Argentina intentó obtener su decimoquinta Copa América. El país se paralizó. Lejos, muy lejos de la Cordillera de Los Andes, un puñado de corazones latió al unísono con la hinchada argentina. A las cuatro de la mañana del día domingo en Malasia, lugar en el que John ansió poder gritar un gol de su amada Albiceleste.
John tenía sólo seis años cuando su tío lo sentó frente al televisor para transmitirle su pasión por el fútbol. Corría el año 1986 y un zurdo mágico se paseaba por el campo de juego con la pelota atada a sus pies. Ese día, Argentina venció 2-1 a Inglaterra y se ganó un lugar en el corazón de John: “Ese juego me marcó”. 20 años después, durante el Mundial 2006, descubrió un blog llamando “Vamos Argentina” y comenzó a compartir su pasión por la Albiceleste a través de Internet. En 2007 se convirtió en el co-creador de MundoAlbiceleste.com, página pensada para los hinchas de Argentina que no hablan español.
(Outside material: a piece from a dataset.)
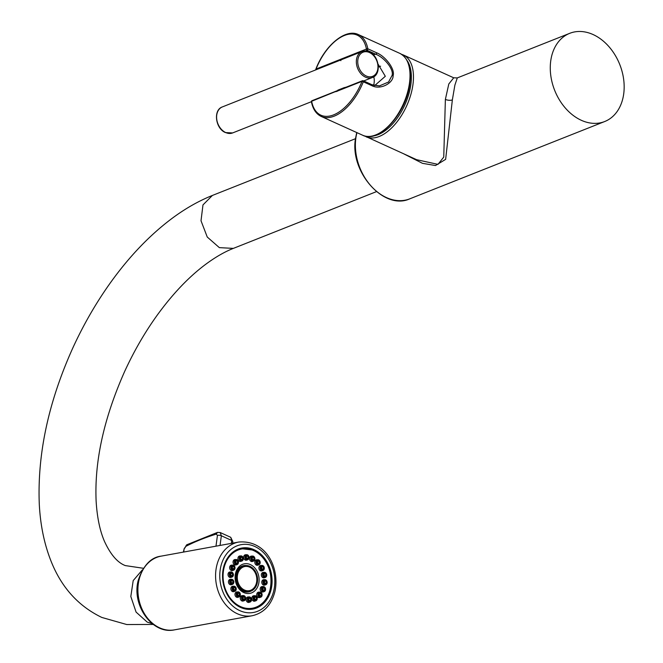<?xml version="1.0" encoding="UTF-8"?>
<svg xmlns="http://www.w3.org/2000/svg" width="663" height="663" viewBox="0 0 663 663"><rect width="100%" height="100%" fill="white"/><g stroke="black" fill="none" stroke-linecap="round" stroke-linejoin="round"><path stroke-width="0.99" d="M373.667 85.361A14.859 7.964 -65.6 0 0 373.733 76.825M380.612 66.192A16.857 9.033 -65.6 0 0 379.783 66.474L378.341 67.046M378.067 64.137L385.319 76.286L374.653 85.61M399.839 53.38C408.35 58.021 411.682 68.065 409.842 83.521C406.626 112.693 378.979 143.979 362.719 135.26A44.951 24.1 114.4 0 0 409.477 83.132A44.951 24.1 114.4 0 0 399.839 53.38L358.368 34.575A44.951 24.1 114.4 0 1 367.841 48.797A1.003 0.671 168.9 0 0 366.448 49.045A1.003 0.738 68.4 0 0 367.095 50.297L365.454 50.943M340.848 60.689L340.227 59.463A17.851 9.572 -65.6 0 1 340.857 59.189L366.448 49.045A43.949 23.561 -65.6 0 0 344.47 35.454A43.949 23.561 -65.6 0 0 316.044 69.051L316.036 69.143M336.68 91.104L311.635 101.273A1.003 0.738 -111.6 0 1 312.033 100.693A1.003 1.003 0 0 0 311.419 101.812A1.003 0.671 -11 0 1 311.635 101.273A43.949 23.561 -65.6 0 0 333.588 114.89A43.949 23.561 -65.6 0 0 362.023 81.317L363.316 81.798A1.003 0.539 -65.6 0 0 363.208 80.753L363.208 80.753A1.003 0.539 -65.6 0 0 362.918 80.762A1.003 0.738 68.4 0 0 362.023 81.317L336.439 91.461A17.851 9.572 -65.6 0 1 335.818 91.685L336.68 91.104L335.818 91.685M311.776 102.218A1.003 0.671 -11 0 1 311.419 101.812C312.878 109.13 316.16 114.011 321.248 116.456A44.951 24.1 114.4 0 0 363.316 81.798L372.084 85.776A1.003 0.539 -65.6 0 0 371.968 84.723L371.968 84.723A1.003 0.539 -65.6 0 0 371.678 84.731M376.601 52.767A1.003 0.539 114.4 0 1 375.855 54.267L367.095 50.297A1.003 0.539 -65.6 0 0 367.841 48.797L376.601 52.767C385.443 56.272 395.347 69.234 393.093 75.706C393.515 82.767 380.827 90.193 372.084 85.776M373.078 54.532L375.855 54.267C384.739 57.714 394.212 69.888 392.024 75.541L388.559 82.013L379.443 85.883L372.15 84.922M364.493 135.915L416.604 159.684L437.986 164.374L443.754 157.081L445.379 99.409L448.801 83.969L453.724 77.803L457.296 77.911L454.884 85.129L452.357 99.906A4.997 2.047 7.8 0 1 445.379 99.409M403.941 153.94L422.48 163.33L435.475 165.535L445.635 159.369L452.357 99.906M550.738 60.888A47.446 35.015 68.4 0 0 565.788 108.541A47.446 35.015 68.4 0 0 604.706 121.528A47.446 35.015 68.4 0 0 623.701 93.964A47.446 35.015 68.4 0 0 608.642 46.311A47.446 35.015 68.4 0 0 569.724 33.324A47.446 35.015 68.4 0 0 550.738 60.888M344.553 87.823A3 2.213 68.4 0 0 344.056 87.698L346.227 87.16M337.152 91.337L337.815 90.176A3 2.213 68.4 0 1 338.312 90.292M252.247 609.173A31.012 24.548 79.7 0 0 260.766 605.054M240.57 607.432A31.012 24.548 79.7 0 0 252.852 609.073A31.012 24.548 79.7 0 0 272.079 581.874A31.012 24.548 79.7 0 0 254.045 549.685A31.012 24.548 79.7 0 0 241.763 548.044A31.012 24.548 79.7 0 0 222.536 575.244A31.012 24.548 79.7 0 0 240.57 607.432M250.589 549.022A31.012 24.548 79.7 0 0 241.166 548.16M251.907 608.899A30.672 24.274 -100.3 0 1 251.584 608.957A30.672 24.274 -100.3 0 1 246.769 609.222M236.02 550.041A30.672 24.274 -100.3 0 1 240.619 548.599A30.672 24.274 -100.3 0 1 240.942 548.541M230.724 537.303L231.719 540.469A2.95 1.227 6.9 0 1 232.788 541.588L230.724 537.303L220.224 532.538L217.481 532.397L216.279 534.096L217.439 535.414L215.981 546.179M184.604 548.367L185.889 546.345A2.95 2.312 -117.4 0 1 186.958 544.696L184.173 548.657L183.734 552.03M220.224 532.538L221.351 535.77L231.719 540.469L231.362 543.387M259.473 560.542A2.602 2.064 -100.3 0 1 258.802 564.851L259.44 560.417L256.772 559.804A2.76 2.188 79.7 0 0 254.882 561.636A2.76 2.188 79.7 0 0 255.727 564.636A2.76 2.188 79.7 0 0 257.75 565.207L258.802 564.851A2.602 2.064 -100.3 0 1 256.896 564.321A2.602 2.064 -100.3 0 1 256.1 561.495A2.602 2.064 -100.3 0 1 257.882 559.763A2.602 2.064 -100.3 0 1 259.332 560.384M264.007 566.857A2.602 2.064 -100.3 0 1 262.913 570.511L264.048 566.757L261.993 565.423L260.882 565.464A2.76 2.188 79.7 0 0 259.299 569.558A2.76 2.188 79.7 0 0 261.86 570.868L262.913 570.511A2.602 2.064 -100.3 0 1 260.501 569.285A2.602 2.064 -100.3 0 1 261.993 565.423A2.602 2.064 -100.3 0 1 263.94 566.741M263.302 572.376A2.76 2.188 79.7 0 0 261.404 575.575A2.76 2.188 79.7 0 0 264.28 577.78L265.333 577.423A2.602 2.064 -100.3 0 1 262.623 575.351A2.602 2.064 -100.3 0 1 264.404 572.335A2.602 2.064 -100.3 0 1 266.659 574.498A2.602 2.064 -100.3 0 1 265.333 577.423L266.75 574.481L264.404 572.335L263.302 572.376M267.148 582.727A2.602 2.064 -100.3 0 1 265.764 584.758L267.23 582.669L264.844 579.669L263.733 579.711A2.76 2.188 79.7 0 0 261.786 581.948A2.76 2.188 79.7 0 0 264.711 585.106L265.764 584.758A2.602 2.064 -100.3 0 1 263.004 581.783A2.602 2.064 -100.3 0 1 264.844 579.669A2.602 2.064 -100.3 0 1 267.148 582.603M265.349 590.435A2.602 2.064 -100.3 0 1 264.164 591.62L265.44 590.36C265.88 588.172 265.15 586.896 263.236 586.531L262.134 586.573A2.76 2.188 79.7 0 0 260.393 587.924A2.76 2.188 79.7 0 0 260.733 590.973A2.76 2.188 79.7 0 0 263.112 591.976L264.164 591.62A2.602 2.064 -100.3 0 1 261.926 590.675A2.602 2.064 -100.3 0 1 261.603 587.808A2.602 2.064 -100.3 0 1 263.236 586.531A2.602 2.064 -100.3 0 1 265.415 590.244M261.479 596.692A2.602 2.064 -100.3 0 1 260.716 597.197L261.554 596.642C262.681 594.288 262.092 592.78 259.797 592.1L258.686 592.142A2.76 2.188 79.7 0 0 257.393 592.772A2.76 2.188 79.7 0 0 257.053 596.136A2.76 2.188 79.7 0 0 259.664 597.545L260.716 597.197A2.602 2.064 -100.3 0 1 258.263 595.871A2.602 2.064 -100.3 0 1 258.578 592.697A2.602 2.064 -100.3 0 1 259.797 592.1A2.602 2.064 -100.3 0 1 261.868 593.675A2.602 2.064 -100.3 0 1 261.603 596.543M254.791 601.15L256.026 600.728C257.965 598.507 257.592 596.833 254.924 595.714A2.602 2.064 -100.3 0 1 257.161 597.827A2.602 2.064 -100.3 0 1 256.009 600.736A2.602 2.064 -100.3 0 1 255.843 600.802A2.602 2.064 -100.3 0 1 253.225 599.062A2.602 2.064 -100.3 0 1 254.302 595.855A2.602 2.064 -100.3 0 1 254.924 595.714L253.813 595.755A2.76 2.188 79.7 0 0 253.158 595.904A2.76 2.188 79.7 0 0 252.015 599.302A2.76 2.188 79.7 0 0 254.791 601.15A2.76 2.188 79.7 0 0 254.965 601.084M248.186 596.957A2.76 2.188 79.7 0 0 248.103 596.957A2.76 2.188 79.7 0 0 246.147 599.733A2.76 2.188 79.7 0 0 248.509 602.452A2.76 2.188 79.7 0 0 249.081 602.36L250.133 602.012A2.602 2.064 -100.3 0 1 249.595 602.095A2.602 2.064 -100.3 0 1 247.374 599.534A2.602 2.064 -100.3 0 1 249.213 596.915A2.602 2.064 -100.3 0 1 249.288 596.915C251.981 598.241 252.263 599.94 250.133 602.012A2.602 2.064 -100.3 0 0 251.484 599.203A2.602 2.064 -100.3 0 0 249.313 596.915M244.307 595.822A2.602 2.064 -100.3 0 1 245.658 598.407A2.602 2.064 -100.3 0 1 244.274 600.67C246.213 599.161 246.197 597.529 244.233 595.755L242.235 595.623A2.76 2.188 79.7 0 0 240.288 597.918A2.76 2.188 79.7 0 0 241.887 600.935A2.76 2.188 79.7 0 0 243.222 601.018L244.274 600.67A2.602 2.064 -100.3 0 1 243.014 600.587A2.602 2.064 -100.3 0 1 241.506 597.744A2.602 2.064 -100.3 0 1 243.346 595.581A2.602 2.064 -100.3 0 1 244.15 595.739M239.633 592.631A2.602 2.064 -100.3 0 1 238.97 596.949L239.6 592.507L236.931 591.893A2.76 2.188 79.7 0 0 235.042 593.725A2.76 2.188 79.7 0 0 235.887 596.725A2.76 2.188 79.7 0 0 237.918 597.297L238.97 596.949A2.602 2.064 -100.3 0 1 237.056 596.41A2.602 2.064 -100.3 0 1 236.26 593.584A2.602 2.064 -100.3 0 1 238.042 591.852A2.602 2.064 -100.3 0 1 239.492 592.473M235.945 587.633A2.602 2.064 -100.3 0 1 234.859 591.288L235.987 587.534L233.931 586.2L232.821 586.241A2.76 2.188 79.7 0 0 231.246 590.335A2.76 2.188 79.7 0 0 233.807 591.636L234.859 591.288A2.602 2.064 -100.3 0 1 232.448 590.053A2.602 2.064 -100.3 0 1 233.931 586.2A2.602 2.064 -100.3 0 1 235.887 587.509M228.511 582.52A2.76 2.188 79.7 0 0 231.387 584.725L232.44 584.376A2.602 2.064 -100.3 0 1 229.729 582.296A2.602 2.064 -100.3 0 1 231.511 579.288A2.602 2.064 -100.3 0 1 233.766 581.443A2.602 2.064 -100.3 0 1 232.44 584.376L233.857 581.434L231.511 579.288L230.409 579.329A2.76 2.188 79.7 0 0 228.511 582.52M233.384 575.012A2.602 2.064 -100.3 0 1 232.009 577.042L233.475 574.962L231.08 571.954L229.97 571.995A2.76 2.188 79.7 0 0 228.022 574.241A2.76 2.188 79.7 0 0 230.956 577.398L232.009 577.042A2.602 2.064 -100.3 0 1 229.249 574.067A2.602 2.064 -100.3 0 1 231.08 571.954A2.602 2.064 -100.3 0 1 233.393 574.896M234.793 568.987A2.602 2.064 -100.3 0 1 233.608 570.18L234.884 568.92C235.324 566.732 234.594 565.456 232.688 565.091L231.578 565.133A2.76 2.188 79.7 0 0 229.837 566.475A2.76 2.188 79.7 0 0 230.177 569.534A2.76 2.188 79.7 0 0 232.556 570.528L233.608 570.18A2.602 2.064 -100.3 0 1 231.37 569.235A2.602 2.064 -100.3 0 1 231.047 566.359A2.602 2.064 -100.3 0 1 232.688 565.091A2.602 2.064 -100.3 0 1 234.859 568.796M237.81 564.097A2.602 2.064 -100.3 0 1 237.056 564.603L237.893 564.047C239.011 561.702 238.423 560.194 236.127 559.514L235.017 559.555A2.76 2.188 79.7 0 0 233.724 560.185A2.76 2.188 79.7 0 0 233.393 563.55A2.76 2.188 79.7 0 0 236.003 564.959L237.056 564.603A2.602 2.064 -100.3 0 1 234.594 563.285A2.602 2.064 -100.3 0 1 234.909 560.102A2.602 2.064 -100.3 0 1 236.127 559.514A2.602 2.064 -100.3 0 1 238.199 561.089A2.602 2.064 -100.3 0 1 237.934 563.948M240.876 561.354L242.111 560.931C244.042 558.702 243.677 557.036 241.001 555.909A2.602 2.064 -100.3 0 1 243.238 558.022A2.602 2.064 -100.3 0 1 242.086 560.931A2.602 2.064 -100.3 0 1 241.929 560.997A2.602 2.064 -100.3 0 1 239.302 559.257A2.602 2.064 -100.3 0 1 240.379 556.058A2.602 2.064 -100.3 0 1 241.001 555.909L239.89 555.95A2.76 2.188 79.7 0 0 239.235 556.108A2.76 2.188 79.7 0 0 238.092 559.497A2.76 2.188 79.7 0 0 240.876 561.354A2.76 2.188 79.7 0 0 241.042 561.288M245.691 554.74A2.76 2.188 79.7 0 0 245.6 554.74A2.76 2.188 79.7 0 0 243.653 557.517A2.76 2.188 79.7 0 0 246.014 560.235A2.76 2.188 79.7 0 0 246.586 560.144L247.639 559.796A2.602 2.064 -100.3 0 1 247.1 559.879A2.602 2.064 -100.3 0 1 244.879 557.318A2.602 2.064 -100.3 0 1 246.711 554.699A2.602 2.064 -100.3 0 1 246.793 554.699A2.602 2.064 -100.3 0 1 248.981 556.986A2.602 2.064 -100.3 0 1 247.639 559.796C249.76 557.724 249.487 556.025 246.802 554.699L245.6 554.74M253.539 556.29A2.602 2.064 -100.3 0 1 254.89 558.868A2.602 2.064 -100.3 0 1 253.498 561.13C255.446 559.622 255.429 557.989 253.457 556.224L251.468 556.083A2.76 2.188 79.7 0 0 249.512 558.379A2.76 2.188 79.7 0 0 251.111 561.395A2.76 2.188 79.7 0 0 252.446 561.486L253.498 561.13A2.602 2.064 -100.3 0 1 252.247 561.047A2.602 2.064 -100.3 0 1 250.738 558.205A2.602 2.064 -100.3 0 1 252.578 556.042A2.602 2.064 -100.3 0 1 253.374 556.207M250.365 564.594A15.042 11.901 -100.3 0 1 258.661 583.838A15.042 11.901 -100.3 0 1 243.835 592.598A15.042 11.901 -100.3 0 1 235.531 573.354A15.042 11.901 -100.3 0 1 250.365 564.594M258.943 561.478A1.077 0.854 79.7 0 0 257.932 563.111A1.077 0.854 79.7 0 0 258.943 561.478M263.261 567.42A1.077 0.854 79.7 0 0 261.835 568.481A1.077 0.854 79.7 0 0 263.261 567.42M265.805 574.688A1.077 0.854 79.7 0 0 264.131 575.036A1.077 0.854 79.7 0 0 265.805 574.688M266.261 582.387A1.077 0.854 79.7 0 0 264.537 581.998A1.077 0.854 79.7 0 0 266.261 582.387M264.57 589.606A1.077 0.854 79.7 0 0 263.02 588.512A1.077 0.854 79.7 0 0 264.57 589.606M260.957 595.465A1.077 0.854 79.7 0 0 259.747 593.799A1.077 0.854 79.7 0 0 260.957 595.465M255.835 599.253A1.077 0.854 79.7 0 0 255.122 597.222A1.077 0.854 79.7 0 0 255.835 599.253M249.827 600.521A1.077 0.854 79.7 0 0 249.653 598.374A1.077 0.854 79.7 0 0 249.827 600.521M243.669 599.112A1.077 0.854 79.7 0 0 244.141 597.098A1.077 0.854 79.7 0 0 243.669 599.112M238.092 595.2A1.077 0.854 79.7 0 0 239.103 593.567A1.077 0.854 79.7 0 0 238.092 595.2M233.774 589.25A1.077 0.854 79.7 0 0 235.208 588.197A1.077 0.854 79.7 0 0 233.774 589.25M231.238 581.99A1.077 0.854 79.7 0 0 232.912 581.633A1.077 0.854 79.7 0 0 231.238 581.99M230.782 574.282A1.077 0.854 79.7 0 0 232.498 574.68A1.077 0.854 79.7 0 0 230.782 574.282M232.464 567.072A1.077 0.854 79.7 0 0 234.022 568.166A1.077 0.854 79.7 0 0 232.464 567.072M236.086 561.213A1.077 0.854 79.7 0 0 237.288 562.87A1.077 0.854 79.7 0 0 236.086 561.213M241.199 557.426A1.077 0.854 79.7 0 0 241.912 559.448A1.077 0.854 79.7 0 0 241.199 557.426M247.208 556.158A1.077 0.854 79.7 0 0 247.332 558.304A1.077 0.854 79.7 0 0 247.208 556.158M253.365 557.558A1.077 0.854 79.7 0 0 252.893 559.572A1.077 0.854 79.7 0 0 253.365 557.558M246.296 565.539A13.384 10.591 79.7 0 0 235.522 575.749A13.384 10.591 79.7 0 0 243.197 591.239A13.384 10.591 79.7 0 0 250.937 591.106M244.755 565.672L243.752 565.854A13.136 10.393 79.7 0 0 235.614 577.374A13.136 10.393 79.7 0 0 243.246 591.006A13.136 10.393 79.7 0 0 248.451 591.703L249.454 591.52A13.136 10.393 -100.3 0 1 244.249 590.824A13.136 10.393 79.7 0 1 236.616 577.191A13.136 10.393 79.7 0 1 244.755 565.672A13.136 10.393 79.7 0 1 249.959 566.368A13.136 10.393 -100.3 0 1 257.592 580.001A13.136 10.393 -100.3 0 1 249.454 591.52M249.769 567.163A12.274 9.713 79.7 0 0 244.912 566.517A12.274 9.713 79.7 0 0 237.296 577.282A12.274 9.713 79.7 0 0 244.44 590.02A12.274 9.713 79.7 0 0 249.296 590.675A12.274 9.713 79.7 0 0 256.913 579.91A12.274 9.713 79.7 0 0 249.769 567.163M249.255 590.683A12.274 9.713 79.7 0 0 256.821 579.893A12.274 9.713 79.7 0 0 249.678 567.18A12.274 9.713 79.7 0 0 244.862 566.525M378.283 65.794L379.783 66.474M340.973 59.885A1.003 0.738 -111.6 0 1 340.857 59.189M393.093 75.706L392.024 75.541M316.152 69.723A1.003 0.738 -111.6 0 1 316.044 69.051L340.227 59.463M373.029 135.981A43.451 23.296 -65.6 0 0 410.845 84.549A43.451 23.296 -65.6 0 0 407.173 60.656M366.175 136.827A44.951 24.1 -65.6 0 0 412.933 84.698A44.951 24.1 -65.6 0 0 403.295 54.946L401.505 54.275M356.951 132.641A47.446 35.015 68.4 0 0 355.849 138.177A47.446 35.015 68.4 0 0 370.899 185.831A47.446 35.015 68.4 0 0 409.817 198.817C384.026 210.892 349.451 171.833 355.517 138.501L356.727 132.542M337.334 90.906A1.003 0.738 68.4 0 0 336.439 91.461M344.056 87.698L337.815 90.176M311.403 101.696L232.638 132.931A13.981 10.318 -111.6 0 1 225.751 132.567A13.981 10.318 -111.6 0 1 216.743 119.365A13.981 10.318 -111.6 0 1 222.329 106.934L362.073 51.515A13.981 10.318 -111.6 0 1 368.959 51.88M372.382 77.513A13.981 10.318 -111.6 0 1 365.495 77.148A13.981 10.318 -111.6 0 1 356.487 63.946A13.981 10.318 -111.6 0 1 362.073 51.515L369.25 51.871C379.236 55.75 381.747 74.455 372.382 77.513L363.68 80.969M369.465 52.534A12.987 9.58 -111.6 0 1 377.835 68.795A12.987 9.58 -111.6 0 1 366.249 75.996A12.987 9.58 -111.6 0 1 357.871 59.736A12.987 9.58 -111.6 0 1 369.465 52.534M143.382 568.282L125.315 565.589C117.542 562.655 110.613 554.633 104.539 541.522C99.931 530.947 97.13 517.538 96.135 501.286C94.337 461.547 103.851 418.27 124.661 371.446C134.067 350.959 145.015 332.064 157.504 314.768C172.794 293.784 188.682 277.093 205.182 264.694C215.119 257.294 224.508 251.849 233.359 248.385L219.354 247.639L207.254 237.031L201.013 220.754L202.977 204.908L212.4 195.444L355.492 138.7M142.429 569.799L133.197 580.606L130.818 596.501L136.081 612.098L147.227 622.118L152.2 623.643M273.802 590.567A34.459 27.274 79.7 0 0 254.791 546.478A34.459 27.274 79.7 0 0 220.812 566.55A34.459 27.274 -100.3 0 0 239.815 610.64A34.459 27.274 -100.3 0 0 273.802 590.567M238.804 542.027A37.459 29.644 79.7 0 0 216.702 565.829A37.459 29.644 -100.3 0 0 252.197 615.745L174.518 629.85A37.459 29.644 -100.3 0 1 139.031 579.943A37.459 29.644 79.7 0 1 161.134 556.141L238.804 542.027C267.355 539.798 279.836 569.525 274.913 591.578C271.407 604.963 263.833 613.018 252.197 615.745M216.279 534.096A249.744 103.254 -172.4 0 0 185.889 546.345M232.788 541.588L232.597 543.154M220.041 545.442L221.351 535.77A2.95 1.251 -172.3 0 0 217.439 535.414M253.614 550.199A30.672 24.274 -100.3 0 1 271.242 582.064A30.672 24.274 -100.3 0 1 252.23 608.841A30.672 24.274 -100.3 0 1 240.495 607.399M230.782 553.961A30.672 24.274 -100.3 0 1 241.266 548.483A30.672 24.274 -100.3 0 1 253.407 550.108M240.561 606.604A30.084 23.81 -100.3 0 1 223.97 568.108A30.084 23.81 -100.3 0 1 253.639 550.588A30.084 23.81 -100.3 0 1 270.231 589.084A30.084 23.81 -100.3 0 1 240.561 606.604M257.493 563.815A2.014 1.591 -100.3 0 1 257.128 560.989A2.014 1.591 -100.3 0 1 259.382 560.765A2.014 1.591 -100.3 0 1 259.747 563.591A2.014 1.591 -100.3 0 1 257.493 563.815M261.214 568.937A2.014 1.591 -100.3 0 1 261.645 566.21A2.014 1.591 -100.3 0 1 263.882 566.964A2.014 1.591 -100.3 0 1 263.451 569.699A2.014 1.591 -100.3 0 1 261.214 568.937M263.402 575.194A2.014 1.591 -100.3 0 1 264.57 572.89A2.014 1.591 -100.3 0 1 266.526 574.531A2.014 1.591 -100.3 0 1 265.357 576.843A2.014 1.591 -100.3 0 1 263.402 575.194M263.799 581.824A2.014 1.591 -100.3 0 1 265.565 580.224A2.014 1.591 -100.3 0 1 266.998 582.562A2.014 1.591 -100.3 0 1 265.233 584.161A2.014 1.591 -100.3 0 1 263.799 581.824M262.349 588.04A2.014 1.591 -100.3 0 1 264.496 587.335A2.014 1.591 -100.3 0 1 265.25 590.078A2.014 1.591 -100.3 0 1 263.095 590.783A2.014 1.591 -100.3 0 1 262.349 588.04M259.225 593.087A2.014 1.591 -100.3 0 1 261.504 593.36A2.014 1.591 -100.3 0 1 261.471 596.178A2.014 1.591 -100.3 0 1 259.2 595.904A2.014 1.591 -100.3 0 1 259.225 593.087M254.816 596.352A2.014 1.591 -100.3 0 1 256.946 597.57A2.014 1.591 -100.3 0 1 256.142 600.131A2.014 1.591 -100.3 0 1 254.012 598.904A2.014 1.591 -100.3 0 1 254.816 596.352M249.653 597.446A2.014 1.591 -100.3 0 1 251.376 599.468A2.014 1.591 -100.3 0 1 249.885 601.449A2.014 1.591 -100.3 0 1 248.161 599.427A2.014 1.591 -100.3 0 1 249.653 597.446M244.34 596.228A2.014 1.591 -100.3 0 1 245.451 598.813A2.014 1.591 -100.3 0 1 243.47 599.982A2.014 1.591 -100.3 0 1 242.351 597.404A2.014 1.591 -100.3 0 1 244.34 596.228M239.542 592.863A2.014 1.591 -100.3 0 1 239.907 595.689A2.014 1.591 -100.3 0 1 237.661 595.904A2.014 1.591 -100.3 0 1 237.296 593.078A2.014 1.591 -100.3 0 1 239.542 592.863M235.821 587.741A2.014 1.591 -100.3 0 1 235.398 590.468A2.014 1.591 -100.3 0 1 233.161 589.714A2.014 1.591 -100.3 0 1 233.583 586.979A2.014 1.591 -100.3 0 1 235.821 587.741M233.633 581.484A2.014 1.591 -100.3 0 1 232.464 583.788A2.014 1.591 -100.3 0 1 230.509 582.139A2.014 1.591 -100.3 0 1 231.677 579.835A2.014 1.591 -100.3 0 1 233.633 581.484M233.243 574.846A2.014 1.591 -100.3 0 1 231.478 576.454A2.014 1.591 -100.3 0 1 230.036 574.117A2.014 1.591 -100.3 0 1 231.801 572.509A2.014 1.591 -100.3 0 1 233.243 574.846M234.694 568.63A2.014 1.591 -100.3 0 1 232.539 569.343A2.014 1.591 -100.3 0 1 231.793 566.6A2.014 1.591 -100.3 0 1 233.94 565.887A2.014 1.591 -100.3 0 1 234.694 568.63M237.81 563.591A2.014 1.591 -100.3 0 1 235.531 563.318A2.014 1.591 -100.3 0 1 235.564 560.5A2.014 1.591 -100.3 0 1 237.843 560.774A2.014 1.591 -100.3 0 1 237.81 563.591M242.219 560.326A2.014 1.591 -100.3 0 1 240.089 559.108A2.014 1.591 -100.3 0 1 240.901 556.547A2.014 1.591 -100.3 0 1 243.023 557.765A2.014 1.591 -100.3 0 1 242.219 560.326M247.39 559.232A2.014 1.591 -100.3 0 1 245.666 557.21A2.014 1.591 -100.3 0 1 247.15 555.229A2.014 1.591 -100.3 0 1 248.874 557.251A2.014 1.591 -100.3 0 1 247.39 559.232M252.694 560.442A2.014 1.591 -100.3 0 1 251.584 557.865A2.014 1.591 -100.3 0 1 253.573 556.696A2.014 1.591 -100.3 0 1 254.683 559.274A2.014 1.591 -100.3 0 1 252.694 560.442M336.224 91.096L312.033 100.693M362.719 135.26L321.248 116.456M379.443 85.883L371.968 84.723L363.208 80.753A1.003 1.003 0 0 0 362.429 80.737L336.274 91.088M315.903 69.822A1.003 1.003 0 0 1 315.886 69.035C324.853 45.498 345.539 28.136 358.368 34.575M403.295 54.946L453.724 77.803M604.706 121.528L409.817 198.817M569.724 33.324L457.296 77.911M232.638 132.931L225.461 132.575C215.475 128.697 212.964 109.992 222.329 106.934M233.359 248.385L376.476 191.624M153.244 624.447L126.766 624.538L101.812 617.444C78.441 606.156 61.576 587.526 51.208 561.561C44.371 544.464 40.402 525.419 39.299 504.427C37.236 454.18 48.44 401.96 72.913 347.752C83.836 323.95 96.657 301.847 111.376 281.435C129.592 256.25 149.473 235.489 171.029 219.163C184.529 208.986 198.32 201.08 212.4 195.444M174.518 629.85C152.341 634.847 131.431 605.137 138.211 580.423C143.299 565.398 150.94 557.31 161.134 556.141M184.173 548.657L183.369 552.105M217.481 532.397L186.958 544.696M240.619 548.599L253.523 550.116C277.457 559.174 276.521 606.164 252.23 608.841L251.584 608.957M249.305 596.915L248.103 596.957"/></g></svg>

Así, a pesar de la distancia, John sigue toda la actividad de la Selección y de sus ídolos. “No soy el único”, aclara. La comunidad de fanáticos argentinos en Malasia es relativamente pequeña. Por tratarse de una ex colonia británica, gran parte de la población apoya a Inglaterra. La Premier League, donde militan jugadores como Sergio Agüero o Ángel Di María, es la más seguida en este país asiático. Sin embargo, John se diferencia de las mayorías: “Lo que se vive en una cancha del fútbol argentino, no se encuentra en ninguna otra parte del mundo”. Habla con fervor de los cánticos y los colores, del fanatismo de los fieles seguidores de los clubes y del verdadero amor por el fútbol. Esa pasión que lo ha dejado sin dormir durante innumerables noches, mientras esperaba para alentar a Argentina: “Permanecí en vela antes de la semifinal del año pasado con Holanda. Cuando terminaron los penales fui corriendo al trabajo, sin haber descansado ni un minuto en toda la noche. No importa la hora, siempre veo los partidos”.
La pasión no entiende de razones. Así piensa John, al igual que todos los fanáticos que ha podido conocer a través de Internet: “En países como Nepal, India o Bangladesh hay mucha gente que quiere a la Selección”. Todos ellos sumaron su apoyo esta tarde y, a pesar de los kilómetros que los separan de Chile, saben que su grito de aliento resonó hasta Santiago.